For the next five years Albania was allowed some respite as the new Sultan, Mehmed II, set out to conquer the last vestiges of the Byzantine Empire in Europe and Asia Minor. The first test between the Ottoman Sultan and Skanderbeg came in 1455 during the Siege of Berat, where the former defeated the latter by decimating the Albanian army and leaving five-thousand dead in the field of battle, some 40-50% of all Albanian mobile forces. This was the worst military defeat that Skanderbeg had suffered and would ever suffer during his career.

In 1457, an Ottoman army numbering approximately 70,000 men invaded Albania and set out to destroy Albanian resistance once and for all. The army was led by Isa beg Evrenoz , the only commander to have defeated Scanderbeg in battle and Hamza Kastrioti , Scanderbeg’s own nephew. After wreaking much damage to the countryside, destroying crops, plundering and murdering, the Ottoman army set camp at the Ujebardha field (literally WhiteWater), halfway between Lezha and Kruja. There, in September, after having evaded the enemy for months, Skanderbeg attacked and utterly destroyed the Ottomans. His own forces did not exceed fifteen thousand men.

In 1461 Skanderbeg launched a successful campaign against the Angevin noblemen and their allies who sought to destabilize King Ferdinand of Naples. After securing the Neapolitan kingdom, a crucial ally in Skanderbeg’s struggle, he returned home. In 1464 Skanderbeg fought and defeated Ballaban Badera , an Albanian renegade. However, this battle became famous for another reason. Ballaban Pasha did not succeed in defeating Scanderbeg, but was successful in capturing a large number of Albanian army commanders, some of the bravest, including Moisi Arianit Golemi, Scanderbeg’s best cavalry commander; Vladan Giurica , his chief army economist; Muzaka of Angelina , a nephew, and 18 more noblemen and army captains. These men, after they were captured, were dispatched immediately to Istanbul and skinned alive for fifteen days. Scanderbeg’s pleas to have these men back, by either ransoming them or setting free all Ottoman prisoners in Albania, were to no avail.

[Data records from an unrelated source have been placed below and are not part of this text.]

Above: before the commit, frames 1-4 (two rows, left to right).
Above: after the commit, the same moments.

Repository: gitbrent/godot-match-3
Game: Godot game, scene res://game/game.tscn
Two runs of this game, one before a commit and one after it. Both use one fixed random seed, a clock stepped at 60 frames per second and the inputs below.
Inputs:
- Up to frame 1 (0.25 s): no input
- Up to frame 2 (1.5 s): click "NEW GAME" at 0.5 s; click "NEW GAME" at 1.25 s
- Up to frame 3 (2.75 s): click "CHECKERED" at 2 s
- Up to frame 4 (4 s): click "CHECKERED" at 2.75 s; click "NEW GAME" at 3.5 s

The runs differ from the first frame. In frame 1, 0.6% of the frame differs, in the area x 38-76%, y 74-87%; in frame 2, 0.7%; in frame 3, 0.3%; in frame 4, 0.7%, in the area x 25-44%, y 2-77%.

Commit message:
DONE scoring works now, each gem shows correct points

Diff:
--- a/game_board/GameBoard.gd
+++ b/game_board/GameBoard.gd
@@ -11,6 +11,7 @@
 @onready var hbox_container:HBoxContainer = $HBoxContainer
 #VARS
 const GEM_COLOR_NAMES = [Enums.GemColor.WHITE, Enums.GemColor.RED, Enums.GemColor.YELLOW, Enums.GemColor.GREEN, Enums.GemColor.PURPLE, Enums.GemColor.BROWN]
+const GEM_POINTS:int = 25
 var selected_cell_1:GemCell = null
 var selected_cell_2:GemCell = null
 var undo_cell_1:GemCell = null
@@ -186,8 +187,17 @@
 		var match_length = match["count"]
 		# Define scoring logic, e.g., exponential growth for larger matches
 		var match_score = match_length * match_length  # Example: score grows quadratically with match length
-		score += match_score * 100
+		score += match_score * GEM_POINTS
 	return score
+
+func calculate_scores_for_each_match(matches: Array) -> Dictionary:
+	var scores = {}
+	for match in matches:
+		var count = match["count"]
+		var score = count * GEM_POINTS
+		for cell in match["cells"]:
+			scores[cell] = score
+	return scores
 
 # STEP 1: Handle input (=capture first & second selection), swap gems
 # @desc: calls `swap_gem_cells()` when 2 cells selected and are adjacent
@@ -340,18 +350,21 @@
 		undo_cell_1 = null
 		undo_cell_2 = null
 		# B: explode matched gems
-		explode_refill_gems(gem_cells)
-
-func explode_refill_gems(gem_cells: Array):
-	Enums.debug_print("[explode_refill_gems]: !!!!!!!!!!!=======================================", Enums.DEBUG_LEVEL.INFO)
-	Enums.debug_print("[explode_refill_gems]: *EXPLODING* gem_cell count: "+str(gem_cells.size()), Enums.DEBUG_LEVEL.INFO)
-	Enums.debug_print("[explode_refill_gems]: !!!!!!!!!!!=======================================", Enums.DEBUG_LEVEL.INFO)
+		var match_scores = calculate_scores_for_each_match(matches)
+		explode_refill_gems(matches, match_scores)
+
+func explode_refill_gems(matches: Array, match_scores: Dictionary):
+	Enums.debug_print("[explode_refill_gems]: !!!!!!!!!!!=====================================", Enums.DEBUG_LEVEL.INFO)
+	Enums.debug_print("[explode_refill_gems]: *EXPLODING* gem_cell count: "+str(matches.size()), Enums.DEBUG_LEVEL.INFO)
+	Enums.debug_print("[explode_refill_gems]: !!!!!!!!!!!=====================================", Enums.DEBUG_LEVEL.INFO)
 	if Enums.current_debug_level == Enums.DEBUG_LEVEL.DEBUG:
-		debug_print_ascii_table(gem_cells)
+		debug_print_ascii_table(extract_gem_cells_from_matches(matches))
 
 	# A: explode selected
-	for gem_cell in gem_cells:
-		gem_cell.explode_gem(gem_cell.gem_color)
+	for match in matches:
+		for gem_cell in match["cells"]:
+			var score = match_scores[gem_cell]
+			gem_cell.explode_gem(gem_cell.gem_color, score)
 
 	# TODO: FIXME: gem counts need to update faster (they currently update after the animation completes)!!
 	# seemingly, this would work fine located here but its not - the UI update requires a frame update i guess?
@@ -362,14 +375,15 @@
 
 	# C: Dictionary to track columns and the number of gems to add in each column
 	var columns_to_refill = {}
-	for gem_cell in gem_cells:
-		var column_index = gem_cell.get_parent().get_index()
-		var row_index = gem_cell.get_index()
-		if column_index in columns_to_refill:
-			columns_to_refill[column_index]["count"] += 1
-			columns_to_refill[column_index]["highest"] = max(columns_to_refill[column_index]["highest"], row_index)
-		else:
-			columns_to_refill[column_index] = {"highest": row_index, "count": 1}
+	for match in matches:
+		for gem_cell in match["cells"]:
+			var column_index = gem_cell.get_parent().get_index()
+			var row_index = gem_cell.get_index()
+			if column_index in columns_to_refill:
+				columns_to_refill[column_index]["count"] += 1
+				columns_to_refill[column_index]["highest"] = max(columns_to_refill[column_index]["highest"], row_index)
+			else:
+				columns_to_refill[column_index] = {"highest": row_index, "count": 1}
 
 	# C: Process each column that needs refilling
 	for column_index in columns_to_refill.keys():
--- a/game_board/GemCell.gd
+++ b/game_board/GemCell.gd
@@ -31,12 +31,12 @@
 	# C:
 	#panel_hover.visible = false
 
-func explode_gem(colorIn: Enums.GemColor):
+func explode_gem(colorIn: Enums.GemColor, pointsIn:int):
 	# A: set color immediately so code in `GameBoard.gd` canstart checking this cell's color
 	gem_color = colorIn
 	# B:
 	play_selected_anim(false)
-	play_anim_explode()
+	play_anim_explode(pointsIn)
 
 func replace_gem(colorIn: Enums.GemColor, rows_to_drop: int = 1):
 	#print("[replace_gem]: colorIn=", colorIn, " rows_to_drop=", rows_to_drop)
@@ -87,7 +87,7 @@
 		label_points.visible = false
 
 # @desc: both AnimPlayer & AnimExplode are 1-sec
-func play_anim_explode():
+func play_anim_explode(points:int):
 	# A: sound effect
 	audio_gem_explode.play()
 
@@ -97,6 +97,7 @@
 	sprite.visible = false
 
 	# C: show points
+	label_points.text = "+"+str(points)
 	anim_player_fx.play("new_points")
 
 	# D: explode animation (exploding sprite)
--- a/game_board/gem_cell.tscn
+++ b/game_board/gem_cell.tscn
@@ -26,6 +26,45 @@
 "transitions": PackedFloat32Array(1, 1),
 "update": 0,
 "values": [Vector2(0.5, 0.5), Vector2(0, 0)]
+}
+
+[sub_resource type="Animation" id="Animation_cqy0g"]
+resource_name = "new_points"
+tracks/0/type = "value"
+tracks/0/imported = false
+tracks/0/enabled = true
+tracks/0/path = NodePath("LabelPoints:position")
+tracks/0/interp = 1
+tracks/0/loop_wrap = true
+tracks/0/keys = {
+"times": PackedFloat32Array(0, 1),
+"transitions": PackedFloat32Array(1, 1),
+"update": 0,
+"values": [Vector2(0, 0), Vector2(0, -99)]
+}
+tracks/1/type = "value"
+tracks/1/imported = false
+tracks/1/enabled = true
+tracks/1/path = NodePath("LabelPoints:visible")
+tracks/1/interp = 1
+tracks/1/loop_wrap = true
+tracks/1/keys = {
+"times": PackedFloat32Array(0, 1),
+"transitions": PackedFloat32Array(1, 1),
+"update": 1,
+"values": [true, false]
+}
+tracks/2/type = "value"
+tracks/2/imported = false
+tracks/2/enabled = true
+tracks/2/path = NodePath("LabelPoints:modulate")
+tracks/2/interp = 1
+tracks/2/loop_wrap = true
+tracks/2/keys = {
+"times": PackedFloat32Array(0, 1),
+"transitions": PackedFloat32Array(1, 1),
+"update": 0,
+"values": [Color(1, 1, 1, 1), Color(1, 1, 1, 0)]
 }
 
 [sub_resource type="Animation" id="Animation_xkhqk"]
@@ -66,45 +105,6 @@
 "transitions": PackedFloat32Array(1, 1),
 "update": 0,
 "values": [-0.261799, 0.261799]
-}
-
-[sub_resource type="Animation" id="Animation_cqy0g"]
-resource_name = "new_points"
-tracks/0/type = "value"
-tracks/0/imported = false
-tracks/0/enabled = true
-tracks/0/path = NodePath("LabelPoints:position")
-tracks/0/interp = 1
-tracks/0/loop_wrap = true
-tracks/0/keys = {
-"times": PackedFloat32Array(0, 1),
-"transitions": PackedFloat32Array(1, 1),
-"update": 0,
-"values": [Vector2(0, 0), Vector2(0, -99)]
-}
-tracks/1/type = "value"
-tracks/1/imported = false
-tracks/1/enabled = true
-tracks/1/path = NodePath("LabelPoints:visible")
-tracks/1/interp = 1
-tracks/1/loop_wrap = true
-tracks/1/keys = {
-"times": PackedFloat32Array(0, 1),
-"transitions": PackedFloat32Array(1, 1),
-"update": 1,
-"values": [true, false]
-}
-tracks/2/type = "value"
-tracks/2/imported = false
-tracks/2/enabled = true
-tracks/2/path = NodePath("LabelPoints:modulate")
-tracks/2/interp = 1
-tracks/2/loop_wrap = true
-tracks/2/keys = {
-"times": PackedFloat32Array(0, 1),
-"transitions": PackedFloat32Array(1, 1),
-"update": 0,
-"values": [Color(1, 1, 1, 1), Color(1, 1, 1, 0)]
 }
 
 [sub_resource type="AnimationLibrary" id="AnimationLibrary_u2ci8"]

In 1466 Sultan Mehmed II led the army himself and laid siege to Kruja, who was defended by a 4,400 men strong garrison led by Prince Tanush Thopia . After several months, Mehmed saw that trying to take Kruja was an exercise in futility left and went home. He, however, left a besieging force of forty thousand men under Ballaban Pasha to keep Kruja under siege until it fell. To support this force he built a castle in central Albania and named it El-Basan (which eventually became the modern city of Elbasan). This second siege was successful any more than the first was and soon enough Scanderbeg annihilated it, including its commander Ballaban Pasha, who fell under victim of the new modern firearms.

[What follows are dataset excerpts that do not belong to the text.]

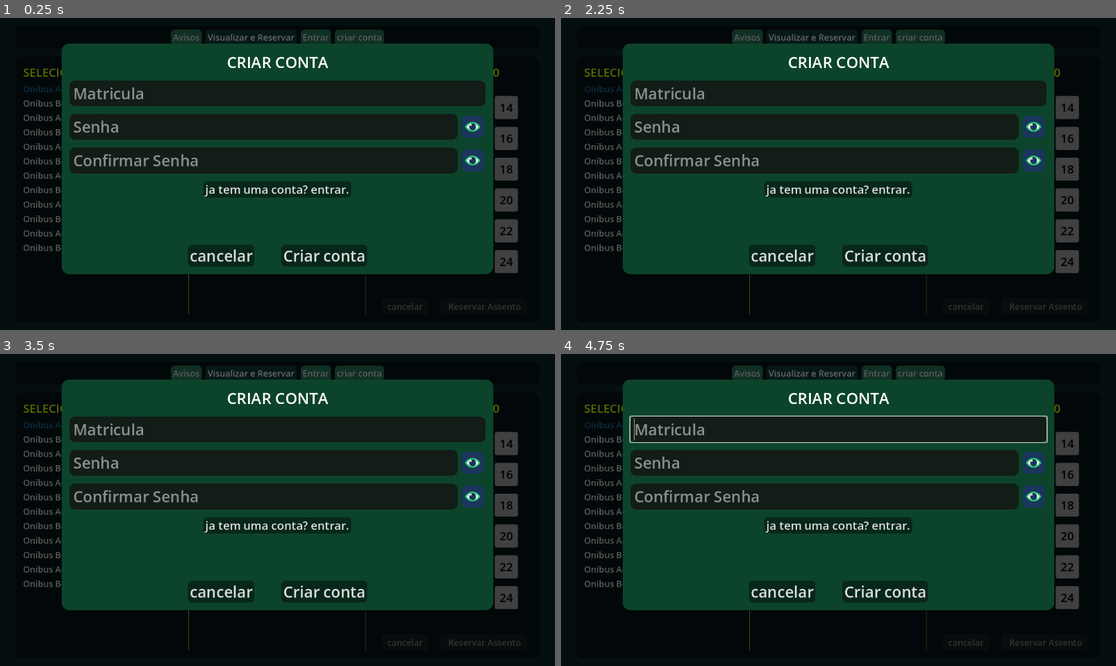
Above: before the commit, frames 1-4 (two rows, left to right).
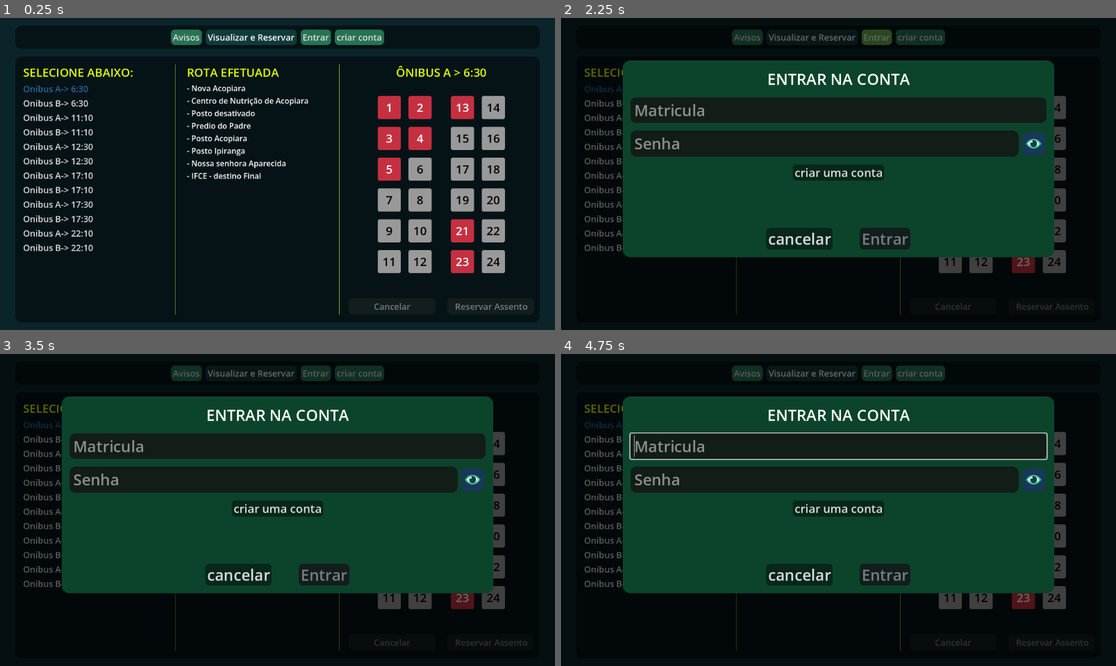
Above: after the commit, the same moments.

Repository: DOGamedev5/IHCRotasIFCE
Game: Godot game, scene res://main.tscn
Same seed, same stepped clock (60 frames per second), same inputs: the game is played once before the commit and once after it.
Inputs:
- Up to frame 1 (0.25 s): no input
- Up to frame 2 (2.25 s): click "Avisos" at 0.5 s; click "Visualizar e Reservar" at 1.25 s; click "Entrar" at 2 s
- Up to frame 3 (3.5 s): click "criar conta" at 2.75 s
- Up to frame 4 (4.75 s): click "Onibus A-> 6:30" at 3.5 s; click "Onibus B-> 6:30" at 4.25 s

The runs differ from the first frame. In frame 1, 56% of the frame differs, in the area x 0-100%, y 0-100%; in frame 2, 28%; in frame 3, 27%; in frame 4, 28%.

Commit message:
cancelar reserva system

Diff:
--- a/src/classes/rotaObject.gd
+++ b/src/classes/rotaObject.gd
@@ -53,6 +53,10 @@
 				acentos[i].locked = false
 				acentos[i].userID = -1
 
+func cancelReservaAcento(id : int):
+	if acentos[id].userID == UserDataBase.currentLoged:
+		acentos[id].userID = -1
+		acentos[id].locked = false
 
 func acentosOcupadosSetup(listID : Array[int]):
 	for i in listID:
--- a/src/desktopMain/main.gd
+++ b/src/desktopMain/main.gd
@@ -46,7 +46,6 @@
 		isLoginRequested = false
 
 
-
 func _on_acentos_request_login() -> void:
 	_on_login_pressed()
 	isLoginRequested = true
@@ -60,3 +59,7 @@
 	loginTab.reset()
 	loginTab.visible = true
 	signinTab.visible = false
+
+
+func _on_acentos_cancel_reserve(data: Variant, id: int) -> void:
+	pass # Replace with function body.
--- a/src/desktopMain/main.tscn
+++ b/src/desktopMain/main.tscn
@@ -329,6 +329,7 @@
 layout_mode = 1
 
 [node name="signin" parent="." unique_id=1950390930 instance=ExtResource("5_e7e5y")]
+visible = false
 layout_mode = 1
 
 [connection signal="onLogin" from="." to="MarginContainer/VBoxContainer/visualize/rotasInfo" method="_on_control_on_login"]
@@ -337,6 +338,7 @@
 [connection signal="toggled" from="MarginContainer/VBoxContainer/options/HBoxContainer/rotas" to="." method="tab_changed" binds= [0]]
 [connection signal="pressed" from="MarginContainer/VBoxContainer/options/HBoxContainer/login" to="." method="_on_login_pressed"]
 [connection signal="pressed" from="MarginContainer/VBoxContainer/options/HBoxContainer/signin" to="." method="_on_signin_pressed"]
+[connection signal="cancelReserve" from="MarginContainer/VBoxContainer/visualize/rotasInfo/acentos" to="." method="_on_acentos_cancel_reserve"]
 [connection signal="requestLogin" from="MarginContainer/VBoxContainer/visualize/rotasInfo/acentos" to="." method="_on_acentos_request_login"]
 [connection signal="logCancel" from="login" to="." method="_on_cancela_pressed"]
 [connection signal="loged" from="login" to="." method="_on_entrar_pressed"]
--- a/src/reservasVisualize/acentos.gd
+++ b/src/reservasVisualize/acentos.gd
@@ -15,6 +15,7 @@
 @onready var currentID := 0
 
 signal updateInfo(data, id : int)
+signal cancelReserve(data, id : int)
 signal requestLogin()
 
 func _ready() -> void:
@@ -33,7 +34,12 @@
 	#var canReserve : bool = get_tree().current_scene.isAluno()
 	#reservBtn.disabled = not canReserve or not hasChanged
 	reservBtn.disabled = not hasChanged
-	cancelBtn.disabled = not hasChanged
+	if (reservado != -1 and not hasChanged):
+		cancelBtn.text = "Cancelar reserva"
+		cancelBtn.disabled = false
+	else:
+		cancelBtn.text = "Cancelar"
+		cancelBtn.disabled = not hasChanged
 
 func _create_buttons(info : RotaObject):
 	var listSize : float = float(info.totalAcentos) / 2
@@ -107,12 +113,22 @@
 	#if hasChanged: _on_reserva_pressed()
 
 func _on_cancel_pressed() -> void:
+	var cancel := false
+
+	if not hasChanged:
+		cancel = true
+		reservado = -1
+		currentAcento = -1
+		cancelReserve.emit(currentAcento, reservado)
+
 	for btn : Button in listLeft.get_children():
 		var ID = int(btn.text)
+		if cancel: btn.setLocked(false)
 		btn.button_pressed = (ID-1) == reservado
 
 	for btn : Button in listRight.get_children():
 		var ID = int(btn.text)
+		if cancel: btn.setLocked(false)
 		btn.button_pressed = (ID-1) == reservado
 
 	hasChanged = false
--- a/src/reservasVisualize/acentos.tscn
+++ b/src/reservasVisualize/acentos.tscn
@@ -101,7 +101,7 @@
 alignment = 1
 
 [node name="cancel" type="Button" parent="content/buttons" unique_id=1899114600]
-custom_minimum_size = Vector2(0, 32)
+custom_minimum_size = Vector2(172, 32)
 layout_mode = 2
 size_flags_vertical = 4
 theme_override_constants/h_separation = 4
@@ -114,7 +114,7 @@
 text = "cancelar"
 
 [node name="reserva" type="Button" parent="content/buttons" unique_id=1206319958]
-custom_minimum_size = Vector2(0, 32)
+custom_minimum_size = Vector2(172, 32)
 layout_mode = 2
 size_flags_vertical = 4
 theme_override_constants/h_separation = 4
--- a/src/rotasInfo.gd
+++ b/src/rotasInfo.gd
@@ -61,6 +61,8 @@
 		button.connect("selected", rotaSelected)
 
 	reservarAcentos.updateInfo.connect(updateInfo)
+	reservarAcentos.cancelReserve.connect(cancelReserva)
+
 	if not ProjectSettings.get("global/isMobile"): buttonListNode.get_children()[0].button_pressed = true
 
 func rotaSelected(id : int, button : Button):
@@ -99,5 +101,8 @@
 func updateInfo(data, id):
 	rotas[id].reservarAcento(data)
 
+func cancelReserva(data, id):
+	rotas[id].cancelReservaAcento(data)
+
 func _on_control_on_login() -> void:
 	reservarAcentos.setup(rotas[currentRota], currentRota)

A few months later, in 1467 Mehmed, frustrated by his inability to subdue little Albania, came again at the head of the largest army of his time. Kruja was besieged a third time, but in a different way. While a contingent kept the city and its forces pinned down, Ottoman armies came pouring from Bosnia, Serbia, Macedonia and Greece with the aim of keeping the whole country surrounded, thereby strangling Scanderbeg’s supply routes and limiting his movements. While fight went on Scanderbeg fell ill with malaria in the Venetian held city of Lezhe, and died on January 17, 1468, just as the army under the leadership of Leke Dukagjini defeated a Ottoman force in Shkodra.

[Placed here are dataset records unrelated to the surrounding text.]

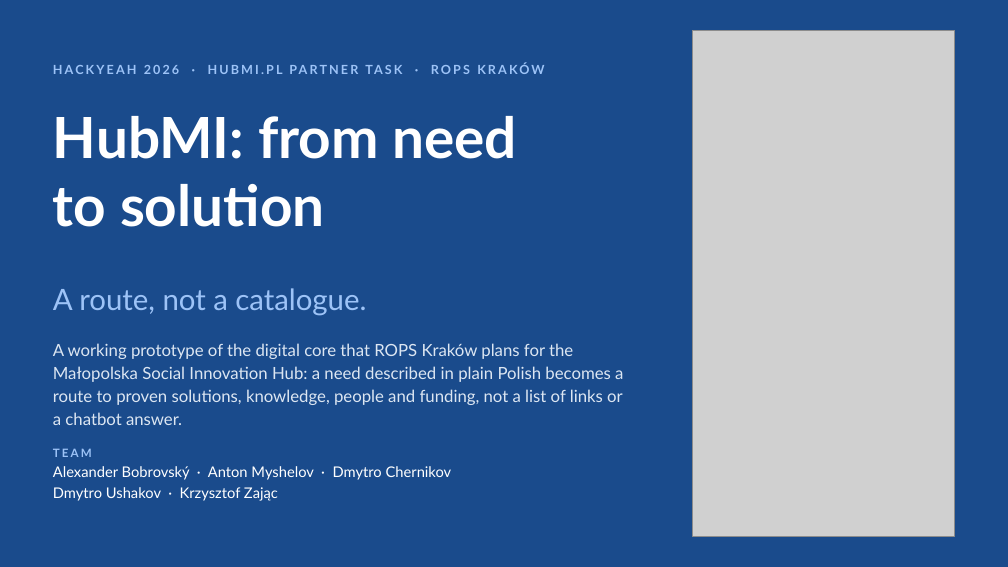
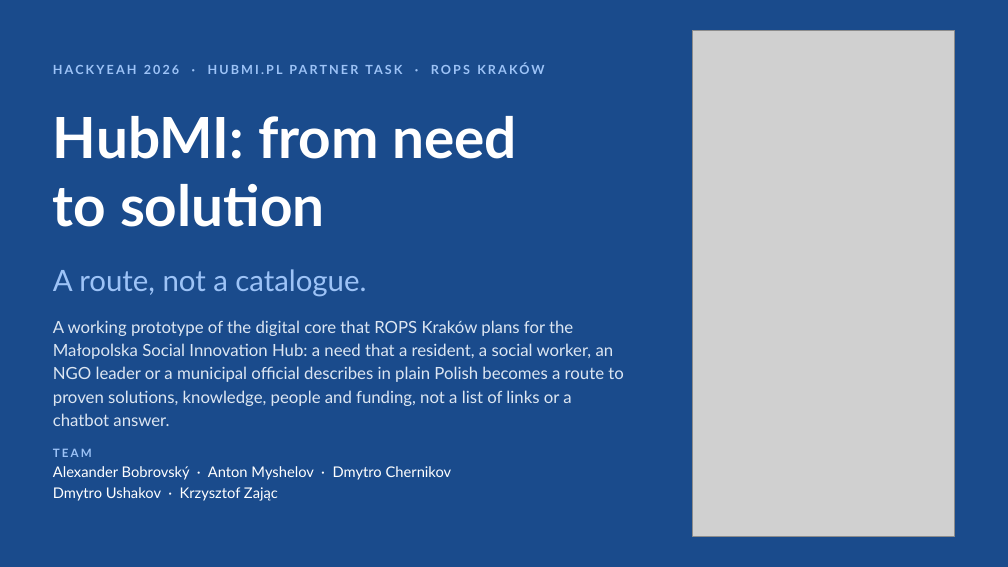
Before and after one commit to bobrovsky420/hackyeah2026, a slide deck: slide 1 of docs/presentation/presentation.pptx. Drawn at 1008x567 pixels with LibreOffice and Linux fonts; fonts in the diff are those of the drawing; grey boxes stand for pictures. Boxes give left, top, right and bottom in pixels: in the first picture for what was removed or moved away, otherwise in the second. Text is boxed around its words. In the diff, an @@ line names an element or a change of style, - is before the commit and + after.

```diff
--- a/docs/presentation/presentation.pptx
+++ b/docs/presentation/presentation.pptx
@@ text "A route, not a catalogue.": place and size @@
-text "A route, not a catalogue." at [53, 288, 366, 315]
+text "A route, not a catalogue." at [53, 269, 366, 296]
@@ text at [53, 320, 623, 426]: text changed @@
-A working prototype of the digital core that ROPS Kraków plans for the Małopolska Social Innovation Hub: a need described in plain Polish becomes a route to proven solutions, knowledge, people and funding, not a list of links or a chatbot answer.
+A working prototype of the digital core that ROPS Kraków plans for the Małopolska Social Innovation Hub: a need that a resident, a social worker, an NGO leader or a municipal official describes in plain Polish becomes a route to proven solutions, knowledge, people and funding, not a list of links or a chatbot answer.
```
Also in this commit, not shown: 4 other slides changed, 11 other files.

The Albanian resistance went on after the death of Scanderbeg for an additional ten years led by Leke Dukagjini. In 1478 the fourth siege of Kruja proved successful for the Ottomans, though through no strength of arms. Bent down by hunger and lack of supplies after a year long siege, the defenders surrendered to Mehmed, who had promised them to leave unharmed as long as they handed over the castle. As the Albanians were walking away with their families, the Ottomans preyed on them killing all the men and enslaving the women and children. A year later the Ottomans captured Shkodra, the last free Albanian castle, albeit under Venetian control, but the Albanian resistance continued sometimes organized and sometimes sporadically until 1500.

Papal Relations


Skanderbeg's military successes evoked a good deal of interest and admiration from the Papal States, Venice and Naples, themselves threatened by the growing Ottoman power across the Adriatic Sea. Skanderbeg played his hand with a good deal of political and diplomatic skill in his dealings with the three Italian states. Hoping to strengthen and expand Skanderbeg's state, they provided him with money, supplies and occasionally troops. One of his most powerful and consistent supporters was Alfonso the Magnanimous, the Aragone king of Naples, who decided to take Skanderbeg under his protection as vassal in 1451, shortly after the latter had scored his second victory against Murad II. In addition to financial assistance, the King of Naples undertook to supply the Albanian leader with troops, military equipment as well as with sanctuary for himself and his family if such a need should arise. As an active defender of the Christian cause in the Balkans, Skanderbeg was also closely involved with the politics of four Popes, one of them being Pope Pius II, the Renaissance humanist, writer and diplomat.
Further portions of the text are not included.